Classification of AS events according to representative transcript types
Of the 349 AS events after re-annotation, 312 events represented at least one protein-coding transcript, which accounted for 89.4% of the total AS events. The remaining 37 AS events did not represent any protein-coding transcripts, including some processed protein coding transcripts, lncRNAs, and microRNAs (Supplementary Table 2). Among the 235 AS events re-annotated with Ensembl transcript annotations, 200 events represented at least one protein-coding transcript, which accounted for 85.1% of the total AS events, and the remaining 35 AS events represented non-protein-coding transcripts.
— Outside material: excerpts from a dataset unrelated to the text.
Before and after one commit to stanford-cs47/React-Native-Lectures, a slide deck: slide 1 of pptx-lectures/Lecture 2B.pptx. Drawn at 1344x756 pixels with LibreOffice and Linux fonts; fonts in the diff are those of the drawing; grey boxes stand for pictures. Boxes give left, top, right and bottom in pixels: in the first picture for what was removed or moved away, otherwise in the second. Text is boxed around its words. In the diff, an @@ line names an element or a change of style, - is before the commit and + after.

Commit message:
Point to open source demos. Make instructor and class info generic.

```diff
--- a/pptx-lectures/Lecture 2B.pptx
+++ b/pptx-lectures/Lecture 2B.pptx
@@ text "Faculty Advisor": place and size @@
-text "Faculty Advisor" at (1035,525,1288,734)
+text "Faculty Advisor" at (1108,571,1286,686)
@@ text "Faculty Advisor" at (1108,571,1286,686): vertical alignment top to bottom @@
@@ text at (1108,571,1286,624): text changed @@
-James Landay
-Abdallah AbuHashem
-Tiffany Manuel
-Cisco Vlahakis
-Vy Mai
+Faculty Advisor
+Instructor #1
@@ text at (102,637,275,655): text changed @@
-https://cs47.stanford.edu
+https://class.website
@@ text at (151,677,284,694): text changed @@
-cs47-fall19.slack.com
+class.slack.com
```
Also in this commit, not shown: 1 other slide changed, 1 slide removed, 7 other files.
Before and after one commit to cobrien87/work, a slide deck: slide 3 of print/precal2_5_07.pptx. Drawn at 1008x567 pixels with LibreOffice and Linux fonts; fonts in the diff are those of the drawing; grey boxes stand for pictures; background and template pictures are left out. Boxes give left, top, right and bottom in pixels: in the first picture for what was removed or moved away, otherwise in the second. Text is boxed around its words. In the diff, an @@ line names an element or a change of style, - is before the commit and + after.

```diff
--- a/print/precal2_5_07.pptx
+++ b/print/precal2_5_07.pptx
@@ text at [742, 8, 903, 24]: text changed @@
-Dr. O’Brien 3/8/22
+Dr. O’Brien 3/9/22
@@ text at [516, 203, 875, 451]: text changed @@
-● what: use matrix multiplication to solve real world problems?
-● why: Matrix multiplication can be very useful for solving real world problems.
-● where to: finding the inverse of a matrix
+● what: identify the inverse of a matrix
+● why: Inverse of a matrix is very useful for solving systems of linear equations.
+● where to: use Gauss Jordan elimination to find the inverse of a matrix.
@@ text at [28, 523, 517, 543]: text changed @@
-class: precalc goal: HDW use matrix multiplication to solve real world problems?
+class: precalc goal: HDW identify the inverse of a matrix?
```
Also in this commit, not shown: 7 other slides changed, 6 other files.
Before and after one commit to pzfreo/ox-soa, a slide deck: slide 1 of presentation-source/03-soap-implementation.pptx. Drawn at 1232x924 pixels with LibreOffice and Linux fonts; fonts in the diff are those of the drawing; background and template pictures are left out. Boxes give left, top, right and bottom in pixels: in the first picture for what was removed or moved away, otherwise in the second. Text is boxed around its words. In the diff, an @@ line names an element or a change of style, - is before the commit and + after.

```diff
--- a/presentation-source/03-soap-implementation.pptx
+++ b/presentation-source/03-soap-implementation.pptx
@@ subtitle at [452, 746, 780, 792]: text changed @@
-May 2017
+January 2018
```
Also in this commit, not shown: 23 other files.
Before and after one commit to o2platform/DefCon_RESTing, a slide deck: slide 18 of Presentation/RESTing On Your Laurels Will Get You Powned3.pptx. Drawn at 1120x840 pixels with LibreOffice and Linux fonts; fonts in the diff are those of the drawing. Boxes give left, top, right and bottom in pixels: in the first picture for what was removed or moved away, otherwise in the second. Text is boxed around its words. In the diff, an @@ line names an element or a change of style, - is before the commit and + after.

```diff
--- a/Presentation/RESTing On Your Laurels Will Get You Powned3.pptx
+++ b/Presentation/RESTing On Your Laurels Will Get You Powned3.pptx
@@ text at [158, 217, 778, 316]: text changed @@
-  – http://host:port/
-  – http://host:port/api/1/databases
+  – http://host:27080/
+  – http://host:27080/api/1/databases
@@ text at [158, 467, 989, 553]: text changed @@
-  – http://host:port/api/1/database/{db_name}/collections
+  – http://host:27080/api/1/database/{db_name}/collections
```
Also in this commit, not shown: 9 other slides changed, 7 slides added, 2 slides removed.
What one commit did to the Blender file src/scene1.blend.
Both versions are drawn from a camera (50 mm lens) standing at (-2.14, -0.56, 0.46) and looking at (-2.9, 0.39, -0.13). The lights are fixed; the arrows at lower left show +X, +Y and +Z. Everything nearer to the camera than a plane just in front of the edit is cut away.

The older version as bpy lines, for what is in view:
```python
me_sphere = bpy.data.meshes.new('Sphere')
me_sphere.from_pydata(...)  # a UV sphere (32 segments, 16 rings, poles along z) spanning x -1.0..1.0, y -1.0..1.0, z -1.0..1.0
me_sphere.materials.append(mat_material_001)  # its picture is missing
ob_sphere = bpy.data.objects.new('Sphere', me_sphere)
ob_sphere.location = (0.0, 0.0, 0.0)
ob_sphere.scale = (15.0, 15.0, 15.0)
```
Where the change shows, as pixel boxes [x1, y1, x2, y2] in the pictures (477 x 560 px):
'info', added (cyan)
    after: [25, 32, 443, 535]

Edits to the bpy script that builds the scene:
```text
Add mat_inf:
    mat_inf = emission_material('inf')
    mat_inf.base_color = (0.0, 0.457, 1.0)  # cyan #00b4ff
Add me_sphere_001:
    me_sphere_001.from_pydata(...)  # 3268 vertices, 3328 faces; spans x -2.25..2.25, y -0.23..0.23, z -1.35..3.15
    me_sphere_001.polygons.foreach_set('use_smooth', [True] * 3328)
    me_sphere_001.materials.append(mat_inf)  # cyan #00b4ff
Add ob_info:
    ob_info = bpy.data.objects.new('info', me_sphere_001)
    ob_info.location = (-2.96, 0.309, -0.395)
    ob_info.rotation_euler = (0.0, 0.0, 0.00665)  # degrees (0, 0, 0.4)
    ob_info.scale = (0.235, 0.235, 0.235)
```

Of the 283 variable splicing events re-annotated with RefSeq transcript annotations, 266 events represented at least one protein-coding transcript, which accounted for 94% of the total AS events, and the remaining 17 AS events represented non-protein-coding transcripts.
Functional enrichment revealed the potential role of AS transcripts
To identify the biological processes and pathways affected by splicing abnormalities in ESCC, we performed enrichment analysis. A total of 270 protein-coding genes were selected for functional and pathway enrichment analysis from the results of alternative splicing events after re-annotation of differential AS events with gene annotations from the Ensembl and RefSeq databases. A total of 234 genes were enriched in 543 biological processes. There were 382 biological processes satisfying the threshold of P < 0.05, and 39 genes were enriched in 12 pathways, of which 10 pathways satisfied P < 0.05. Furthermore, there were 4 KEGG pathways and 20 biological processes that related to invasion and metastasis (Fig. 4).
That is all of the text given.